Example of straight staircase:
https://prestigemetal.com/en/portfolio/240-portfolio.html

Straight staircase with central landing

If you have a room with a very high ceiling and you are considering a straight staircase more than 12 feet high, the straight staircase with central landing is perfect for you. The same applies if your staircase has more risers than the standard number of risers, which is usually 16. The main disadvantage of straight stairs with a central landing is the increased space they require. It is more common to find this type of staircase in businesses and commercial buildings, rather than in private homes.

Quarter-turn staircase (L-shaped staircase)

Also called an L-staircase, the quarter-turn staircase makes a 90-degree turn, left or right after a landing. The L-shaped staircase saves significant space. It requires less length than a straight staircase and can be easily integrated into small areas or corners. Its price remains slightly higher than the straight staircase.

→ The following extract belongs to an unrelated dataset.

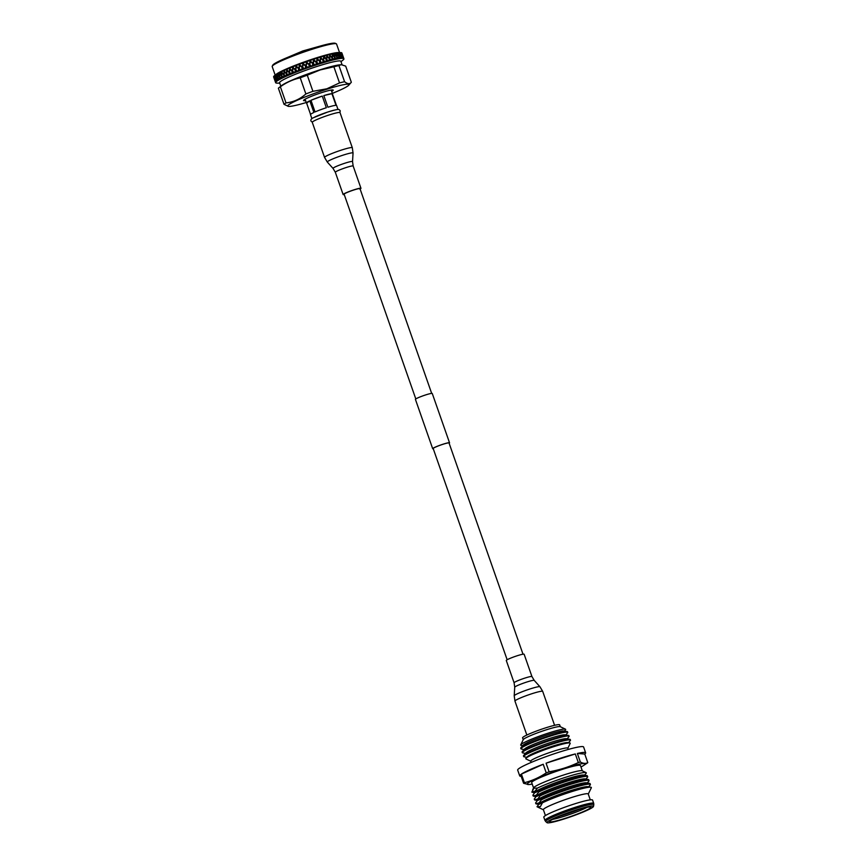 <?xml version="1.0" encoding="UTF-8"?>
<svg xmlns="http://www.w3.org/2000/svg" width="866" height="866" viewBox="0 0 866 866"><rect width="100%" height="100%" fill="white"/><g stroke="black" fill="none" stroke-linecap="round" stroke-linejoin="round"><path stroke-width="1.3" d="M449.129 443.251A8.92 0.855 160.7 0 0 449.53 442.797A8.92 0.855 160.7 0 0 443.414 444.085A8.92 0.855 160.7 0 0 432.686 448.696A8.92 0.855 160.7 0 0 433.271 448.794M449.53 442.797L432.264 393.489A8.92 0.855 160.7 0 0 426.148 394.766A8.92 0.855 160.7 0 0 415.42 399.388L432.686 448.696M523.01 654.209L449.032 442.97A8.4 0.801 160.7 0 0 443.273 444.182A8.4 0.801 160.7 0 0 433.184 448.523L507.151 659.762M272.238 66.238L272.747 65.188A33.276 3.172 -19.3 0 1 312.702 48.323A33.276 3.172 -19.3 0 1 335.261 43.3L336.311 43.798A34.099 3.248 160.7 0 0 313.189 48.94A34.099 3.248 160.7 0 0 272.238 66.238A34.099 3.248 160.7 0 0 272.195 66.585L275.182 75.104M339.537 52.555L336.56 44.036A34.099 3.248 160.7 0 0 336.311 43.798M274.684 75.504L275.377 74.974L276.557 78.254L275.756 74.768L276.568 74.205L276.427 75.374L277.889 77.442L277.174 73.924L278.105 73.329L277.943 74.498L279.556 76.522L278.928 72.982L279.967 72.365L279.794 73.534L281.537 75.515L281.006 71.943L282.132 71.315L281.959 72.484L283.821 74.433L284.048 71.51L283.366 70.839L284.578 70.189L284.405 71.358L286.386 73.274L286.722 70.33L286.007 69.67L287.274 69.009L287.101 70.168L289.19 72.062L289.623 69.107L288.876 68.446L290.197 67.786L290.045 68.934L292.221 70.817L292.73 67.84L291.95 67.18L293.303 66.53L293.173 67.656L295.425 69.529L295.999 66.552L295.209 65.903L296.583 65.253L296.464 66.368L298.781 68.241L299.409 65.253L298.597 64.604L299.972 63.976L299.885 65.069L302.245 66.942L302.916 63.965L302.082 63.305L303.024 63.489L303.446 62.698L303.403 63.781L305.785 65.664L306.467 62.688L305.633 62.038L306.975 61.454L306.965 62.514L309.357 64.409L310.039 61.454L309.205 60.793L310.158 60.977L310.504 60.23L310.537 61.291L312.918 63.196L313.6 60.263L312.788 59.473L313.709 59.797L314.012 59.072L314.087 60.1L316.447 62.038L317.086 59.137L316.252 58.347L317.779 57.979L317.562 58.985L319.879 60.956L320.485 58.076L319.619 57.297L321.134 56.95L320.94 57.946L323.202 59.938L323.732 57.113L322.856 56.333L323.819 56.658L323.949 56.009L326.363 59.029L326.818 56.236L325.93 55.446L327.38 55.153L327.229 56.117L329.34 58.206L329.697 55.456L328.799 54.677L330.195 54.417L330.076 55.359L332.089 57.502L332.338 54.807L331.44 54.017L332.76 53.789L334.579 56.907L334.72 54.266L333.821 53.465L335.055 53.291L336.787 56.442L336.798 53.854L335.911 53.043L337.047 52.913L338.693 56.106L338.574 53.573L337.697 52.75L338.725 52.674L340.273 55.9L339.58 52.566L341.518 55.825L340.652 52.566A36.166 3.453 160.7 0 0 340.381 52.555L338.27 52.555A34.099 3.248 160.7 0 0 316.317 57.87A34.099 3.248 160.7 0 0 276.178 74.303L274.522 75.623A36.166 3.453 160.7 0 0 274.241 75.862L275.594 78.958L274.684 75.504A36.166 3.453 160.7 0 0 274.522 75.623M317.313 58.13A36.166 3.453 160.7 0 0 317.097 58.195A36.166 3.453 160.7 0 0 316.75 58.303M319.684 57.394A36.166 3.453 160.7 0 0 317.779 57.979M320.68 57.08A36.166 3.453 160.7 0 0 320.139 57.253M322.964 56.409A36.166 3.453 160.7 0 0 321.134 56.95M326.071 55.511A36.166 3.453 160.7 0 0 324.349 55.998M328.983 54.731A36.166 3.453 160.7 0 0 327.38 55.153M331.667 54.049A36.166 3.453 160.7 0 0 330.195 54.417M334.081 53.497A36.166 3.453 160.7 0 0 332.76 53.789M336.214 53.064A36.166 3.453 160.7 0 0 335.055 53.291M338.032 52.761A36.166 3.453 160.7 0 0 337.047 52.913M339.515 52.599A36.166 3.453 160.7 0 0 338.725 52.674M341.431 52.664A36.166 3.453 160.7 0 0 341.042 52.588L342.395 55.9L341.431 52.664M341.832 52.902A36.166 3.453 160.7 0 0 341.659 52.761L342.904 56.095L341.832 52.902M342.828 60.198A36.166 3.453 160.7 0 0 343.012 60.057A36.166 3.453 160.7 0 0 343.315 59.808L343.51 59.613A36.166 3.453 160.7 0 0 343.802 59.256L343.845 59.191A36.166 3.453 160.7 0 0 343.867 59.137L343.889 59.072A36.166 3.453 160.7 0 0 343.921 58.834L341.886 52.999A36.166 3.453 160.7 0 0 341.864 52.945L341.94 53.151M273.634 76.619A36.166 3.453 160.7 0 0 273.602 76.847L274.749 80.008L273.634 76.619M273.97 76.121A36.166 3.453 160.7 0 0 273.732 76.414L274.987 79.542L273.97 76.121M275.756 74.768A36.166 3.453 160.7 0 0 275.107 75.19M277.174 73.924A36.166 3.453 160.7 0 0 276.33 74.4M278.928 72.982A36.166 3.453 160.7 0 0 277.91 73.513M281.006 71.943A36.166 3.453 160.7 0 0 279.805 72.538M283.366 70.839A36.166 3.453 160.7 0 0 282.013 71.467M286.007 69.67A36.166 3.453 160.7 0 0 284.492 70.33M288.876 68.446A36.166 3.453 160.7 0 0 287.241 69.139M291.95 67.18A36.166 3.453 160.7 0 0 290.207 67.894M295.209 65.903A36.166 3.453 160.7 0 0 293.358 66.617M296.215 65.513A36.166 3.453 160.7 0 0 295.663 65.719M298.597 64.604A36.166 3.453 160.7 0 0 296.681 65.329M299.636 64.214A36.166 3.453 160.7 0 0 299.073 64.42M302.082 63.305A36.166 3.453 160.7 0 0 300.112 64.03M303.143 62.926A36.166 3.453 160.7 0 0 302.57 63.131M305.633 62.038A36.166 3.453 160.7 0 0 303.641 62.753M306.716 61.659A36.166 3.453 160.7 0 0 306.131 61.865M309.205 60.793A36.166 3.453 160.7 0 0 307.203 61.486M310.288 60.425A36.166 3.453 160.7 0 0 309.703 60.62M312.767 59.592A36.166 3.453 160.7 0 0 310.775 60.263M313.828 59.245A36.166 3.453 160.7 0 0 313.254 59.429M316.274 58.455A36.166 3.453 160.7 0 0 314.315 59.083M342.081 64.809L340.847 61.28A32.443 3.096 160.7 0 0 318.612 65.946A32.443 3.096 160.7 0 0 279.599 82.735L280.822 86.221M343.921 58.834L343.91 58.78A36.166 3.453 160.7 0 0 343.899 58.747L343.867 58.704A36.166 3.453 160.7 0 0 343.672 58.542L343.607 58.509A36.166 3.453 160.7 0 0 343.553 58.487L343.477 58.455A36.166 3.453 160.7 0 0 343.044 58.379L342.925 58.368A36.166 3.453 160.7 0 0 342.828 58.358L342.709 58.358A36.166 3.453 160.7 0 0 342.048 58.358L341.886 58.358A36.166 3.453 160.7 0 0 341.756 58.368L341.583 58.379A36.166 3.453 160.7 0 0 340.706 58.466L340.5 58.487A36.166 3.453 160.7 0 0 340.327 58.509L340.1 58.542A36.166 3.453 160.7 0 0 339.028 58.715L338.768 58.758A36.166 3.453 160.7 0 0 338.563 58.791L338.292 58.845A36.166 3.453 160.7 0 0 337.026 59.094L336.722 59.148A36.166 3.453 160.7 0 0 336.484 59.202L336.17 59.267A36.166 3.453 160.7 0 0 334.72 59.592L334.384 59.678A36.166 3.453 160.7 0 0 334.114 59.732L333.767 59.819A36.166 3.453 160.7 0 0 332.143 60.219L331.765 60.317A36.166 3.453 160.7 0 0 331.472 60.393L331.093 60.49A36.166 3.453 160.7 0 0 329.329 60.966L328.918 61.075A36.166 3.453 160.7 0 0 328.604 61.161L328.182 61.28A36.166 3.453 160.7 0 0 326.287 61.811L325.854 61.941A36.166 3.453 160.7 0 0 325.519 62.038L325.075 62.168A36.166 3.453 160.7 0 0 323.072 62.763L322.617 62.904A36.166 3.453 160.7 0 0 322.26 63.012L321.806 63.153A36.166 3.453 160.7 0 0 319.716 63.792L319.24 63.943A36.166 3.453 160.7 0 0 319.132 63.976A36.166 3.453 160.7 0 0 318.872 64.062L318.396 64.214A36.166 3.453 160.7 0 0 316.242 64.907L315.754 65.069A36.166 3.453 160.7 0 0 315.386 65.188L314.899 65.351A36.166 3.453 160.7 0 0 312.702 66.087L312.215 66.249A36.166 3.453 160.7 0 0 311.825 66.379L311.338 66.541A36.166 3.453 160.7 0 0 309.13 67.31L308.642 67.483A36.166 3.453 160.7 0 0 308.253 67.613L307.766 67.786A36.166 3.453 160.7 0 0 305.568 68.566L305.081 68.75A36.166 3.453 160.7 0 0 304.691 68.879L304.204 69.064A36.166 3.453 160.7 0 0 302.05 69.854L301.563 70.038A36.166 3.453 160.7 0 0 301.195 70.178L300.719 70.352A36.166 3.453 160.7 0 0 298.608 71.153L298.142 71.337A36.166 3.453 160.7 0 0 297.785 71.467L297.33 71.651A36.166 3.453 160.7 0 0 295.295 72.441L294.851 72.625A36.166 3.453 160.7 0 0 294.505 72.755L294.072 72.939A36.166 3.453 160.7 0 0 292.145 73.718L291.723 73.891A36.166 3.453 160.7 0 0 291.398 74.021L290.987 74.195A36.166 3.453 160.7 0 0 289.179 74.963L288.789 75.126A36.166 3.453 160.7 0 0 288.497 75.255L288.107 75.418A36.166 3.453 160.7 0 0 286.451 76.154L286.094 76.316A36.166 3.453 160.7 0 0 285.812 76.435L285.466 76.598A36.166 3.453 160.7 0 0 283.972 77.291L283.647 77.442A36.166 3.453 160.7 0 0 283.409 77.561L283.095 77.702A36.166 3.453 160.7 0 0 281.775 78.351L281.493 78.492A36.166 3.453 160.7 0 0 281.277 78.6L281.017 78.741A36.166 3.453 160.7 0 0 279.88 79.326L279.653 79.456A36.166 3.453 160.7 0 0 279.469 79.553L279.242 79.683A36.166 3.453 160.7 0 0 278.322 80.213L278.138 80.332A36.166 3.453 160.7 0 0 277.986 80.419L277.813 80.527A36.166 3.453 160.7 0 0 277.109 80.993L276.968 81.101A36.166 3.453 160.7 0 0 276.86 81.177L276.73 81.263A36.166 3.453 160.7 0 0 276.243 81.664L276.157 81.75A36.166 3.453 160.7 0 0 276.092 81.815L276.016 81.891A36.166 3.453 160.7 0 0 275.756 82.216L275.713 82.281A36.166 3.453 160.7 0 0 275.691 82.335L275.659 82.389A36.166 3.453 160.7 0 0 275.637 82.638L275.648 82.692A36.166 3.453 160.7 0 0 275.659 82.725L275.691 82.768A36.166 3.453 160.7 0 0 275.886 82.93L275.951 82.963A36.166 3.453 160.7 0 0 276.005 82.984L276.081 83.006A36.166 3.453 160.7 0 0 276.514 83.093L276.633 83.104A36.166 3.453 160.7 0 0 276.719 83.114L276.849 83.114A36.166 3.453 160.7 0 0 277.152 83.125L279.74 83.125M341.54 64.777L345.686 66.119L351.325 82.248C349.875 84.294 347.623 84.11 344.581 81.707L338.942 65.589L340.858 64.777A32.443 3.096 160.7 0 0 319.976 69.832A32.443 3.096 160.7 0 0 281.775 85.463L278.798 87.834A36.166 3.453 160.7 0 0 278.376 88.202L284.026 104.331L288.356 106.366A32.443 3.096 160.7 0 0 306.239 102.524M312.918 91.32L307.268 75.19L320.204 69.929L333.886 66.779L339.526 82.909L326.818 88.797L312.918 91.32A36.166 3.453 160.7 0 0 305.871 93.95C300.069 99.146 293.444 102.123 286.007 102.892A36.166 3.453 160.7 0 0 284.026 104.331M338.942 65.589A36.166 3.453 160.7 0 0 333.886 66.779M275.691 82.768L273.786 77.377M275.648 82.692L274.057 78.146M275.659 82.389L275.02 80.787L275.637 82.638M275.713 82.281L274.1 77.756L275.691 82.335M276.016 81.891L275.258 80.322L275.756 82.216M276.157 81.75L274.522 77.226L276.092 81.815M276.73 81.263L275.864 79.737L276.243 81.664M276.968 81.101L275.312 76.576L276.86 81.177M277.813 80.527L276.828 79.033L277.109 80.993M278.138 80.332L277.921 77.886L276.471 75.818L276.774 78.59L277.986 80.419M279.242 79.683L278.159 78.211L278.322 80.213M279.653 79.456L279.566 76.977L277.964 74.952L278.127 77.767L279.469 79.553M281.017 78.741L279.826 77.301L279.88 79.326M281.493 78.492L281.526 75.981L279.794 73.989L279.815 76.847L281.277 78.6M283.095 77.702L281.807 76.295L281.775 78.351M283.647 77.442L283.799 74.898L281.926 72.939L281.818 75.829L283.409 77.561M285.466 76.598L284.102 75.201L283.972 77.291M286.094 76.316L286.332 73.74L284.362 71.824L284.124 74.736L285.812 76.435M288.107 75.418L286.657 74.054L286.451 76.154M288.789 75.126L289.125 72.538L287.047 70.633L286.711 73.578L287.469 74.303M286.711 73.578L288.497 75.255M286.657 74.054L288.53 75.31M290.987 74.195L289.46 72.841L289.179 74.963M291.723 73.891L292.134 71.293L289.969 69.399L289.536 72.365L291.398 74.021M289.634 71.683L289.125 72.538M289.19 72.062L291.387 74.097M289.969 69.399L289.46 72.841M294.072 72.939L292.491 71.586L292.145 73.718M294.851 72.625L295.338 70.005L293.087 68.133L292.567 71.109L294.505 72.755M292.221 70.817L292.113 73.794M293.087 68.133L292.134 71.293M290.197 67.786L290.045 68.934M297.33 71.651L295.696 70.308L295.295 72.441M298.142 71.337L298.683 68.717L296.367 66.844L295.782 69.832L297.785 71.467M295.425 69.529L295.209 72.538M296.367 66.844L295.338 70.005M293.303 66.53L293.173 67.656M300.719 70.352L299.051 69.009L298.608 71.153M301.563 70.038L302.137 67.418L299.788 65.545L299.149 68.533L301.195 70.178M298.781 68.241L298.478 71.261M299.788 65.545L298.683 68.717M296.583 65.253L296.464 66.368M304.204 69.064L302.515 67.721L302.05 69.854M305.081 68.75L305.666 66.141L303.295 64.257L302.624 67.245L304.691 68.879M302.245 66.942L301.866 69.984M303.295 64.257L302.137 67.418M299.972 63.976L299.885 65.069M307.766 67.786L306.055 66.433L305.568 68.566M308.642 67.483L309.238 64.885L306.856 62.991L306.163 65.957L308.253 67.613M305.785 65.664L305.341 68.706M306.856 62.991L305.666 66.141M303.446 62.698L303.403 63.781M311.338 66.541L309.627 65.188L309.13 67.31M312.215 66.249L312.81 63.662L310.429 61.757L309.736 64.712L311.825 66.379M309.357 64.409L308.859 67.461M310.429 61.757L309.238 64.885M306.975 61.454L306.965 62.514M314.899 65.351L313.189 63.976L312.702 66.087M315.754 65.069L316.339 62.504L313.979 60.577L313.297 63.499L315.386 65.188M312.918 63.196L312.399 66.238M313.979 60.577L312.81 63.662M310.504 60.23L310.537 61.291M318.396 64.214L316.718 62.817L316.242 64.907M319.24 63.943L319.781 61.41L317.465 59.451L316.815 62.352L318.872 64.062M316.447 62.038L315.895 65.08M317.465 59.451L316.339 62.504M314.012 59.072L314.087 60.1M321.806 63.153L320.16 61.724L319.716 63.792M322.617 62.904L323.115 60.393L320.842 58.401L320.247 61.27L322.26 63.012M319.879 60.956L319.337 63.976M320.842 58.401L319.781 61.41M317.443 57.968L317.562 58.985M325.075 62.168L323.473 60.717L323.072 62.763M325.854 61.941L326.287 59.473L324.09 57.437L323.559 60.263L325.519 62.038M324.09 57.437L322.672 62.947M320.766 56.95L320.94 57.946M328.182 61.28L326.634 59.797L326.287 61.811M328.918 61.075L329.275 58.65L327.164 56.561L326.709 59.353L328.604 61.161M326.363 59.029L325.865 61.995M323.949 56.009L324.176 56.983M331.093 60.49L329.61 58.985L329.329 60.966M331.765 60.317L332.035 57.935L330.033 55.803L329.675 58.542L331.472 60.393M333.767 59.819L332.36 58.271L332.143 60.219M334.384 59.678L334.547 57.329L332.652 55.153L332.403 57.838L334.114 59.732M336.17 59.267L334.85 57.686L334.72 59.592M336.722 59.148L336.787 56.864L335.012 54.623L334.882 57.264L336.484 59.202M338.292 58.845L337.058 57.221L337.026 59.094M338.768 58.758L338.714 56.517L337.069 54.222L337.069 56.799L338.563 58.791M340.1 58.542L338.974 56.885L339.028 58.715M340.5 58.487L340.316 56.301L338.812 53.952L338.952 56.474L340.327 58.509M341.583 58.379L340.555 56.68L340.706 58.466M341.886 58.358L340.23 53.811L341.756 58.368M342.709 58.358L341.789 56.604L342.048 58.358M342.925 58.368L341.291 53.811L342.828 58.358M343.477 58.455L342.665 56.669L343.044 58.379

Example of quarter-turn staircase :
https://prestigemetal.com/en/portfolio/238-portfolio.html

Half-turn staircase (U-shaped staircase)

Also known as the U-shaped staircase, the half-turn staircase makes one or two 180-degree turns but includes only one landing. Like the L-staircase, the half-turn staircase saves space and allows you to build an unusual style staircase in smaller areas. Along with the straight staircase, it is one of the most commonly used types of stairs in new constructions.

Example of a U-shaped staircase:
https://prestigemetal.com/en/portfolio/241-portfolio.html

Curved staircase

Unlike L-shaped stairs and U-shaped stairs, the curved staircase, as its name suggests, follows a continuous curve and is without landings. A curved staircase will add a level of luxury to your home, office and apartment. It will increase the resale value of any building. The curved staircase can be rotated to fit any architectural configuration and does not take up as much space as an ordinary staircase.

Example of a curved staircase:
https://prestigemetal.com/en/portfolio/252-portfolio.html

Spiral staircase

The spiral staircase has a charm that is not very comparable to other types of stairs. Its extraordinary design contrasts with the regularity of the square corners traditionally highlighted by most other types of stairs. The subtle difference between a spiral staircase and a circular staircase is often the presence of a central post that reduces the area of the staircase.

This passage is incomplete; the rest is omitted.